> [Data for analysis]:
++++++++++++++++++++
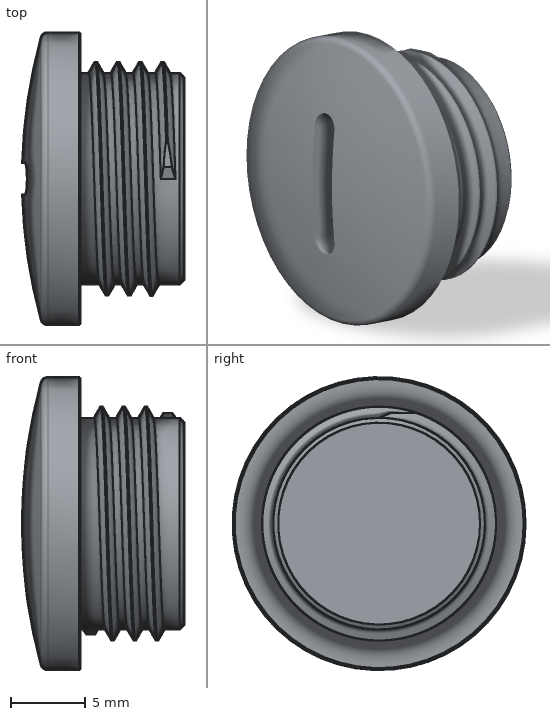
import cadquery as cq
import math


head_radius = 19.78 / 2
dome_radius = 36.0
dome_edge_fillet = 0.5
underside_chamfer = 0.13

slot_length = 9.77
slot_width = 2.1
slot_floor_x = -2.08

overall_length = 10.96

shank_radius = 14.29 / 2
shank_length = 7.0
shank_chamfer = 0.33

thread_pitch = 1.5
thread_turns = 3.5
thread_start_x = 0.65
thread_start_angle = -90.0
crest_radius = 7.9
crest_width = 0.12
flank_half_angle = math.radians(30)
root_overlap = 0.1

runout_flat_z = 7.48
runout_ramp_length = 0.8

dome_offset_at_slot = dome_radius - math.sqrt(dome_radius**2 - (slot_width / 2) ** 2)
head_height = overall_length - shank_length + dome_offset_at_slot
apex_x = -head_height


def make_body():
    """Head and shank as one revolved profile, in (X, radius) coordinates."""
    dome_center_x = apex_x + dome_radius
    fillet_center_r = head_radius - dome_edge_fillet
    center_distance = dome_radius - dome_edge_fillet
    tilt = math.asin(fillet_center_r / center_distance)
    fillet_center_x = dome_center_x - center_distance * math.cos(tilt)

    def on_dome(angle):
        return (dome_center_x - dome_radius * math.cos(angle), dome_radius * math.sin(angle))

    fillet_mid_angle = (tilt + math.pi / 2) / 2
    fillet_mid = (
        fillet_center_x - dome_edge_fillet * math.cos(fillet_mid_angle),
        fillet_center_r + dome_edge_fillet * math.sin(fillet_mid_angle),
    )
    return (
        cq.Workplane("XY")
        .moveTo(apex_x, 0)
        .threePointArc(on_dome(tilt / 2), on_dome(tilt))
        .threePointArc(fillet_mid, (fillet_center_x, head_radius))
        .lineTo(-underside_chamfer, head_radius)
        .lineTo(0, head_radius - underside_chamfer)
        .lineTo(0, shank_radius)
        .lineTo(shank_length - shank_chamfer, shank_radius)
        .lineTo(shank_length, shank_radius - shank_chamfer)
        .lineTo(shank_length, 0)
        .close()
        .revolve(360, (0, 0, 0), (1, 0, 0))
    )


def make_slot():
    """Round-ended slot running from in front of the dome to its flat floor."""
    return (
        cq.Workplane("YZ", origin=(slot_floor_x, 0, 0))
        .slot2D(slot_length, slot_width, 90)
        .extrude(-head_height)
    )


def make_runout_cutter(end_x):
    """Prism that tapers the ridge down to the shank at a thread end lying at Y = 0, +Z.

    It spans one pitch along X, so it reaches only the turn that ends at end_x.
    """
    flat_length = math.sqrt(crest_radius**2 - runout_flat_z**2)
    clearance_z = crest_radius + thread_pitch
    return (
        cq.Workplane("YZ", origin=(end_x - thread_pitch / 2, 0, 0))
        .moveTo(0, shank_radius)
        .lineTo(runout_ramp_length, runout_flat_z)
        .lineTo(flat_length, runout_flat_z)
        .lineTo(flat_length, clearance_z)
        .lineTo(-thread_pitch, clearance_z)
        .lineTo(-thread_pitch, shank_radius)
        .close()
        .extrude(thread_pitch)
    )


def make_thread():
    """Helical ridge, built along Z and then laid along X with both ends tapered."""
    base_radius = shank_radius - root_overlap
    crest_half = crest_width / 2
    base_half = crest_half + (crest_radius - base_radius) * math.tan(flank_half_angle)
    helix = cq.Wire.makeHelix(thread_pitch, thread_pitch * thread_turns, shank_radius)
    ridge = (
        cq.Workplane("XZ")
        .polyline(
            [
                (base_radius, -base_half),
                (crest_radius, -crest_half),
                (crest_radius, crest_half),
                (base_radius, base_half),
            ]
        )
        .close()
        .sweep(cq.Workplane(obj=helix), isFrenet=True)
        .rotate((0, 0, 0), (0, 0, 1), thread_start_angle)
        .translate((0, 0, thread_start_x))
    )
    ridge = cq.Workplane(obj=ridge.val().moved(cq.Location(cq.Plane.YZ())))
    start_cutter = make_runout_cutter(thread_start_x).mirror("XY")
    end_cutter = make_runout_cutter(thread_start_x + thread_pitch * thread_turns)
    return ridge.cut(start_cutter).cut(end_cutter)


result = make_body().cut(make_slot()).union(make_thread())
++++++++++++++++++++
> [Task goal]:
Lines with the string "along" in the data above: say how many there are, giving the number alone.

> [Written reply]:
2